CRM state should not float separately from memory.

  • MemoryEntry -> Customer
  • MemoryEntry -> Opportunity
  • MemoryEntry -> Organization
  • SalesActivity -> ContentData when an asset was used
  • Opportunity -> ContentData for linked collateral

This gives sales memory a proper graph substrate rather than a pile of notes.

Indexing Strategy

The graph only becomes useful if traversal is cheap.

Required indexes

Ownership / security

  • owner_id

Identity and business traversal

  • principal_id
  • organization_id
  • customer_id
  • opportunity_id
  • goal_id
  • task_id
  • workflow_id
  • agent_id
  • run_id

Provenance

  • source_message_id
  • source_url
  • source_channel

Time

  • created_date
  • last_modified_date

Public/content access

  • slug
  • title
  • status

Graph traversal

For GraphLink:

  • (from_type, from_id)
  • (to_type, to_id)
  • relation_type
  • (owner_id, relation_type)

Tagging

  • tag join tables on both sides
  • normalized tag name / slug / namespace

Memory Graph Example

A single strategic memory should be able to connect across multiple domains.

Example

  • MemoryEntry: “6D-A is the organizational operating method”
  • linked to:
    • StrategicPriority: Governance
    • Goal: Compounding autonomous execution
    • ContentData: 6D-A Governance Engine doc
    • Agent: Valor
    • Tag: domain:memory, graph:strategic, sensitivity:private
    • GraphLink: supports, codifies, relates_to

This is not just storage. It becomes machine-reasonable structure.

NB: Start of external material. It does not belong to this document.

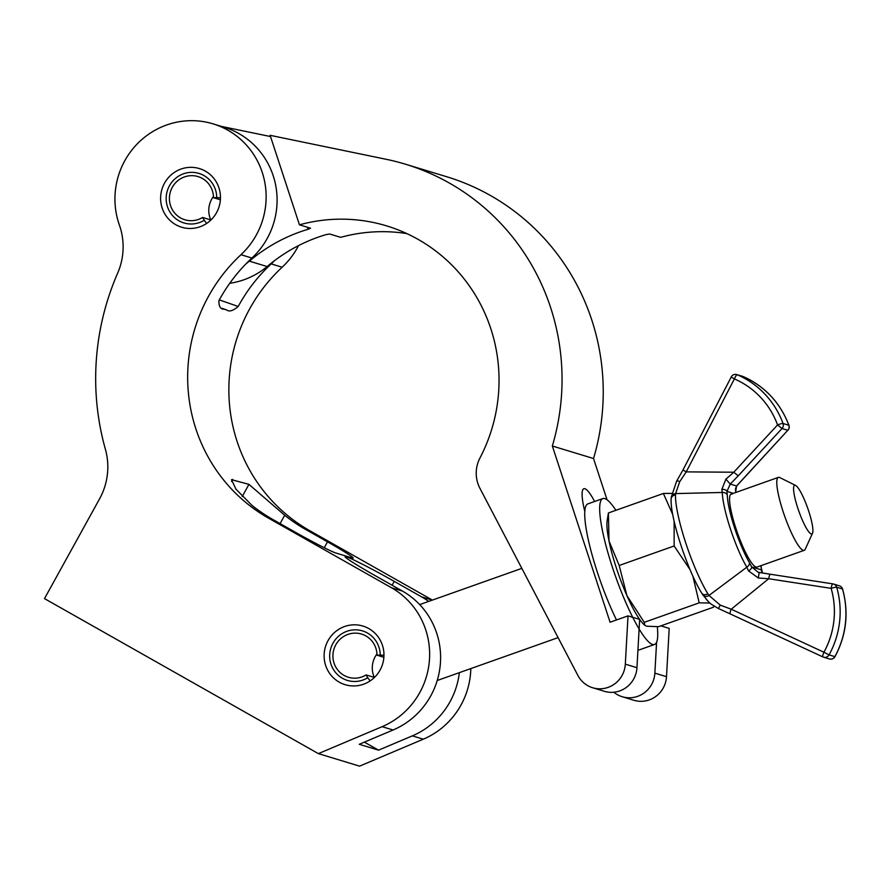 <?xml version="1.0" encoding="UTF-8"?>
<svg xmlns="http://www.w3.org/2000/svg" width="890" height="890" viewBox="0 0 890 890"><rect width="100%" height="100%" fill="white"/><g stroke="black" fill="none" stroke-linecap="round" stroke-linejoin="round"><path stroke-width="1.33" d="M328.021 640.655A30.638 29.86 -73.1 0 0 345.131 684.688A30.638 29.86 -73.1 0 0 380.063 670.103A30.638 29.86 -73.1 0 0 362.942 626.071A30.638 29.86 -73.1 0 0 328.021 640.655M164.517 183.173A30.638 29.86 -73.1 0 0 181.627 227.217A30.638 29.86 -73.1 0 0 216.559 212.632A30.638 29.86 -73.1 0 0 199.449 168.588A30.638 29.86 -73.1 0 0 164.517 183.173M256.264 235.105A77.397 75.439 -73.1 0 0 213.044 123.855A77.397 75.439 -73.1 0 0 124.811 160.701A77.397 75.439 -73.1 0 0 119.405 225.092A64.492 62.867 106.9 0 1 117.636 273.197A257.978 251.47 -73.1 0 0 105.387 449.25A64.492 62.867 106.9 0 1 99.58 498.834L44.5 598.614L318.386 753.63L382.11 726.674A77.397 75.439 -73.1 0 0 429.47 659.546A77.397 75.439 -73.1 0 0 391.4 587.7L268.613 518.202A163.816 159.677 106.9 0 1 208.56 296.203A163.816 159.677 106.9 0 1 240.968 254.707A77.397 75.439 -73.1 0 0 256.264 235.105M219.318 299.886L238.209 306.483C233.035 310.799 229.242 311.978 226.828 310.009L224.069 309.164C220.486 309.308 218.773 306.46 218.918 300.631A163.816 159.677 106.9 0 1 219.518 299.53A163.816 159.677 106.9 0 1 251.915 258.044A77.397 75.439 -73.1 0 0 267.223 238.431A77.397 75.439 -73.1 0 0 223.991 127.181L213.044 123.855M432.384 600.094L309.809 530.718A163.816 159.677 106.9 0 1 249.756 308.719A163.816 159.677 106.9 0 1 282.152 267.223A77.397 75.439 -73.1 0 0 297.46 247.62A77.397 75.439 -73.1 0 0 298.539 245.595M238.209 306.483A163.816 159.677 106.9 0 1 238.798 305.392A163.816 159.677 106.9 0 1 271.205 263.896A77.397 75.439 -73.1 0 0 274.443 260.714M284.678 515.254A163.816 159.677 -73.1 0 0 305.604 529.45L327.52 541.843A38.693 1.836 -151.1 0 1 353.13 558.041A38.693 1.836 -151.1 0 1 352.117 557.941L335.864 553.001A38.693 1.836 -151.1 0 1 294.724 531.886L272.818 519.482A163.816 159.677 106.9 0 1 251.892 505.298L235.972 489.2L231.489 479.666L248.944 484.36L284.678 515.254L280.083 523.598M392.123 585.242L394.248 581.393L421.637 596.89A77.397 75.439 106.9 0 1 428.668 601.418M459.351 672.651A77.397 75.439 106.9 0 1 412.348 735.863L378.561 750.159L364.388 742.138M318.386 753.63L359.571 766.145L423.306 739.19A77.397 75.439 -73.1 0 0 470.821 668.579M382.11 726.674L393.069 730L359.271 744.296L378.561 750.159M393.069 730A77.397 75.439 -73.1 0 0 440.428 662.883A77.397 75.439 -73.1 0 0 402.358 591.027L374.968 575.53A45.145 2.147 28.9 0 1 345.086 556.639A45.145 2.147 28.9 0 1 394.248 581.393M246.029 263.785A77.397 75.439 -73.1 0 0 249.389 261.148A163.816 159.677 106.9 0 1 300.153 231.856A163.816 159.677 106.9 0 1 308.107 229.264L310.543 228.229M310.465 228.174L299.452 224.825A163.816 159.677 106.9 0 1 386.638 225.893A163.816 159.677 106.9 0 1 479.977 457.961A32.251 31.428 -73.1 0 0 479.899 488.265L577.888 675.443A25.799 25.143 -73.1 0 0 592.651 687.748A25.799 25.143 -73.1 0 0 625.314 664.163L628.017 615.869L610.084 622.232L552.345 446.012A228.307 222.544 -73.1 0 0 405.384 164.183A228.307 222.544 -73.1 0 0 386.193 159.299L270.126 135.325L299.452 224.825M249.389 261.148L267.156 266.555A163.816 159.677 -73.1 0 1 317.919 237.252A163.816 159.677 -73.1 0 1 325.874 234.66L329.623 233.992L340.636 237.341A163.816 159.677 106.9 0 1 406.797 233.581M267.156 266.555A77.397 75.439 106.9 0 1 243.916 279.783A77.397 75.439 106.9 0 1 229.731 283.298M656.586 642.28L654.862 673.14A25.799 25.143 106.9 0 1 622.199 696.725A25.799 25.143 106.9 0 1 613.777 692.231M622.199 696.725L633.836 700.263A25.799 25.143 -73.1 0 0 666.499 676.678L669.202 628.385L660.892 625.859M607.058 499.813L593.53 458.528A228.307 222.544 -73.1 0 0 446.58 176.698L405.384 164.183M592.651 687.748L604.288 691.285A25.799 25.143 -73.1 0 0 636.951 667.7L639.654 619.407A58.05 10.524 -109.5 0 1 626.916 595.61L644.26 622.332L699.206 602.841L692.832 575.952M628.017 615.869L639.654 619.407M584.774 511.338A41.919 7.598 -109.5 0 1 583.807 488.721A41.919 7.598 -109.5 0 1 594.62 501.493M552.345 446.012L593.53 458.528M270.527 136.548L221.532 126.436M797.729 507.934A25.799 4.673 70.5 0 0 812.526 533.221A25.799 4.673 70.5 0 0 808.754 511.283A25.799 4.673 70.5 0 0 795.582 485.428A25.799 4.673 70.5 0 0 797.729 507.934M812.526 533.221L805.216 549.264A38.693 7.009 -109.5 0 1 804.226 550.32A38.693 7.009 -109.5 0 1 783.022 511.338A38.693 7.009 -109.5 0 1 778.35 477.385A38.693 7.009 -109.5 0 1 779.785 477.574L795.582 485.428M615.891 510.304A77.397 14.029 70.5 0 0 602.819 498.589L587.878 503.885A77.397 14.029 70.5 0 0 597.212 571.803A77.397 14.029 70.5 0 0 616.492 619.963M602.819 498.589A77.397 14.029 70.5 0 0 612.164 566.507A77.397 14.029 70.5 0 0 654.562 644.471A77.397 14.029 70.5 0 0 657.399 627.828M637.952 649.834A77.397 14.029 70.5 0 0 639.621 649.767L654.562 644.471M671.917 493.383L663.373 493.472L608.415 512.963L608.994 540.92L619.184 565.473L626.916 595.61A58.05 10.524 -109.5 0 1 608.994 540.92A58.05 10.524 -109.5 0 1 607.136 520.806L608.415 512.963M674.131 521.217L674.131 545.982L619.184 565.473M663.373 493.472L672.751 514.565M674.131 545.982L690.062 569.656M713.78 605.968L713.524 607.191L658.578 626.682L646.607 626.215L644.783 625.281L644.26 622.332M709.986 603.031L699.206 602.841M644.783 625.281L643.915 624.491A58.05 10.524 -109.5 0 1 639.654 619.44M708.273 601.406A58.05 10.524 -109.5 0 1 706.126 599.081M804.226 550.32L757.001 567.075A38.693 7.009 -109.5 0 1 756.01 567.064A38.693 7.009 -109.5 0 1 736.609 530.518A38.693 7.009 -109.5 0 1 731.124 494.128A38.693 7.009 -109.5 0 1 732.114 494.139M675.477 494.929A62.667 11.359 70.5 0 0 707.873 593.797L708.974 595.455L746.799 567.208A49.395 8.956 -109.5 0 1 722.313 492.459L675.599 493.583L675.477 494.929A4.839 4.294 -178.8 0 0 671.127 499.101L671.127 499.101C670.17 517.924 687.569 570.557 701.821 593.274L703.056 595.121C711.499 605.3 708.24 602.23 718.085 608.36A4.839 0.623 114.3 0 1 718.074 608.348L730.234 613.922L718.074 608.348A4.839 0.623 114.3 0 0 720.221 605.111L731.235 609.216A4.839 1.068 114.9 0 0 730.234 613.922A4.839 1.068 114.9 0 0 730.256 613.933L822.927 656.942L730.256 613.933M731.235 377.015L682.975 469.976L686.235 471.878L733.783 472.223L777.571 424.919A82.392 80.311 -73.1 0 0 734.372 378.906L686.235 471.878L679.76 481.635L675.599 493.583A4.839 4.372 -171.3 0 0 671.283 497.221L671.127 499.101M768.682 578.734L731.235 609.216L823.929 652.236A82.392 80.311 -73.1 0 0 831.127 588.357L768.682 578.734L758.28 577.999L748.523 570.879L746.799 567.208A4.839 3.415 149.9 0 0 749.458 562.736L751.705 566.93L758.113 572.237L770.484 574.273A4.839 1.068 98.8 0 0 770.451 574.261A4.839 1.068 98.8 0 0 768.682 578.734M762.519 573.015L760.85 566.196A44.756 8.11 70.5 0 0 760.839 565.717M733.338 493.349L726.963 491.414L727.275 495.007A4.839 4.161 178.6 0 0 722.313 492.459L721.835 489.433L725.895 479.154L733.783 472.223L738.233 475.827L730.256 484.082L726.963 491.414A4.839 3.627 172.6 0 0 721.835 489.433M735.596 492.548L736.553 485.996L787.806 430.282L782.021 428.524L738.233 475.827M703.056 595.121A4.839 3.749 144.1 0 0 708.974 595.455L720.221 605.111M787.939 430.271A4.839 4.839 0 0 0 788.941 425.32A4.839 0.656 -20.1 0 0 788.818 425.242A87.231 85.028 -73.1 0 0 743.083 376.526L737.298 374.768A87.231 85.028 106.9 0 1 783.033 423.484L788.818 425.242A4.839 4.717 106.9 0 1 787.806 430.282L736.831 485.829A4.839 1.457 -139.7 0 1 736.553 485.996L730.256 484.082L725.895 479.154M679.76 481.635A4.839 1.435 -148.1 0 0 676.6 481.212L671.283 497.221M761.106 565.617L761.473 570.757A4.839 3.627 172.6 0 0 761.161 569.8L751.705 566.93A4.839 2.692 153.4 0 1 748.523 570.879M707.873 593.797A4.839 3.605 148.6 0 1 701.821 593.274M758.191 572.259L759.226 572.493L758.28 577.999M761.206 567.664A4.839 4.161 178.6 0 0 760.85 566.196M220.464 197.78L216.737 197.636A25.877 25.22 -73.1 0 0 203.944 175.553A25.877 25.22 -73.1 0 0 169.467 185.743A25.877 25.22 -73.1 0 0 178.957 220.809A25.877 25.22 -73.1 0 0 204.244 220.264L206.669 223.423M216.737 197.636L213.5 197.714A22.573 22.005 -73.1 0 0 202.353 178.445A22.573 22.005 -73.1 0 0 198.014 176.587A22.573 22.005 -73.1 0 0 171.225 189.503A22.573 22.005 -73.1 0 0 180.559 217.917A22.573 22.005 -73.1 0 0 184.886 219.774A22.573 22.005 -73.1 0 0 202.609 217.449L204.244 220.264M213.466 196.501A22.573 22.005 -73.1 0 0 210.83 219.941M210.93 219.975L202.609 217.449M220.375 199.794L213.5 197.714M383.968 655.251L380.23 655.118A25.877 25.22 -73.1 0 0 367.448 633.024A25.877 25.22 -73.1 0 0 332.971 643.214A25.877 25.22 -73.1 0 0 342.461 678.291A25.877 25.22 -73.1 0 0 367.737 677.746L370.173 680.894M380.23 655.118L377.004 655.185A22.573 22.005 -73.1 0 0 365.846 635.916A22.573 22.005 -73.1 0 0 361.518 634.058A22.573 22.005 -73.1 0 0 334.729 646.986A22.573 22.005 -73.1 0 0 344.052 675.399A22.573 22.005 -73.1 0 0 348.391 677.257A22.573 22.005 -73.1 0 0 366.113 674.931L367.737 677.746M376.971 653.972A22.573 22.005 -73.1 0 0 374.334 677.423M374.434 677.457L366.113 674.931M383.879 657.276L377.004 655.185M240.968 254.707L251.915 258.044M271.205 263.896L282.152 267.223M305.604 529.45L309.809 530.718M268.613 518.202L272.818 519.482M421.637 596.89L432.295 600.127M412.348 735.863L423.306 739.19M391.4 587.7L402.358 591.027M232.691 479.421L231.567 481.457M242.236 496.531L248.944 484.36M324.26 547.739L327.52 541.843M222.133 308.363L226.828 310.009M654.862 673.14L666.499 676.678M625.314 664.163L636.951 667.7M308.107 229.264L307.451 227.262M727.275 495.007A44.756 8.11 70.5 0 0 749.458 562.736M839.348 585.798A4.839 4.839 0 0 1 842.585 589.08A4.839 0.601 163.9 0 0 842.474 588.991L836.689 587.233A87.231 85.028 106.9 0 1 829.068 654.873L834.853 656.631A87.231 85.028 -73.1 0 0 842.474 588.991A4.839 4.717 106.9 0 0 839.348 585.798L833.563 584.04A4.839 4.717 106.9 0 1 836.689 587.233A4.839 0.601 163.9 0 0 831.127 588.357A4.839 1.068 98.8 0 1 832.895 583.885L770.451 574.261L832.862 583.885A4.839 1.068 98.8 0 1 832.929 583.896A4.839 4.717 106.9 0 1 833.563 584.04A4.839 4.839 0 0 0 832.895 583.885M777.571 424.919L782.021 428.524A4.839 4.717 106.9 0 0 783.033 423.484A4.839 0.656 -20.1 0 0 777.571 424.919M734.372 378.906A4.839 1.068 -66.7 0 1 737.298 374.768A4.839 4.717 106.9 0 0 736.809 374.59A4.839 4.839 0 0 0 731.113 376.993L734.372 378.906M788.941 425.32C780.219 402.647 764.944 386.394 743.106 376.537A4.839 4.839 0 0 0 742.594 376.348A4.839 4.717 106.9 0 1 743.083 376.526A4.839 1.068 -66.7 0 1 743.106 376.537A4.839 1.068 -66.7 0 1 743.128 376.548M823.929 652.236A4.839 1.068 114.9 0 0 822.927 656.942A4.839 1.068 114.9 0 0 822.95 656.953A4.839 4.717 106.9 0 0 829.068 654.873L823.929 652.236M842.585 589.08C848.993 612.531 846.457 635.048 834.987 656.642L834.853 656.631A4.839 4.717 106.9 0 1 829.335 658.934L823.55 657.176A4.839 4.839 0 0 1 822.927 656.942M558.086 637.629L437.213 680.505M778.35 477.385L731.124 494.128M521.829 568.365L419.691 604.599M682.975 469.976L676.6 481.212M736.831 485.829L735.496 488.532L735.752 492.493M742.594 376.348L736.809 374.59M759.226 572.493L770.451 574.261M761.473 570.757L762.585 573.027M829.335 658.934A4.839 4.839 0 0 0 834.987 656.642"/></g></svg>

Public vs Private Graph Surfaces

Private-by-default remains mandatory.

Private by default

  • MemoryEntry
  • GraphLink
  • CRM entities unless explicitly exposed
  • internal execution state

Public by projection

  • selected ContentData
  • published marketing assets
  • public MCP/catalog objects
  • explicitly public APIs

The semantic graph should be rich internally and selectively projected externally.

Phase Rollout

Phase 1

  • Treat MemoryEntry + Tag + source metadata as canonical durable memory
  • Standardize normalized tag usage
  • Enforce post-write GET verification in the correct auth scope

Phase 2

  • Extend MemoryEntry with first-class links to key node families
  • Add missing indexes for traversal and provenance

Phase 3

  • Introduce GraphLink
  • Use it for semantic cross-domain edges
  • Build graph traversal services and UI inspectors

Phase 4

  • Integrate GrayMatter explicitly as graph-native memory orchestration
  • add reasoning and recommendation flows over relational graph neighborhoods

Canonical Direction

The ValkyrAI memory system should become:

a private-by-default, ACL-aware, highly normalized relational semantic graph that unifies identity, memory, execution, and commercial state.

This is the practical semantic web: not vague embeddings replacing structure, but a graph of typed objects and indexed relations living inside a disciplined RDB.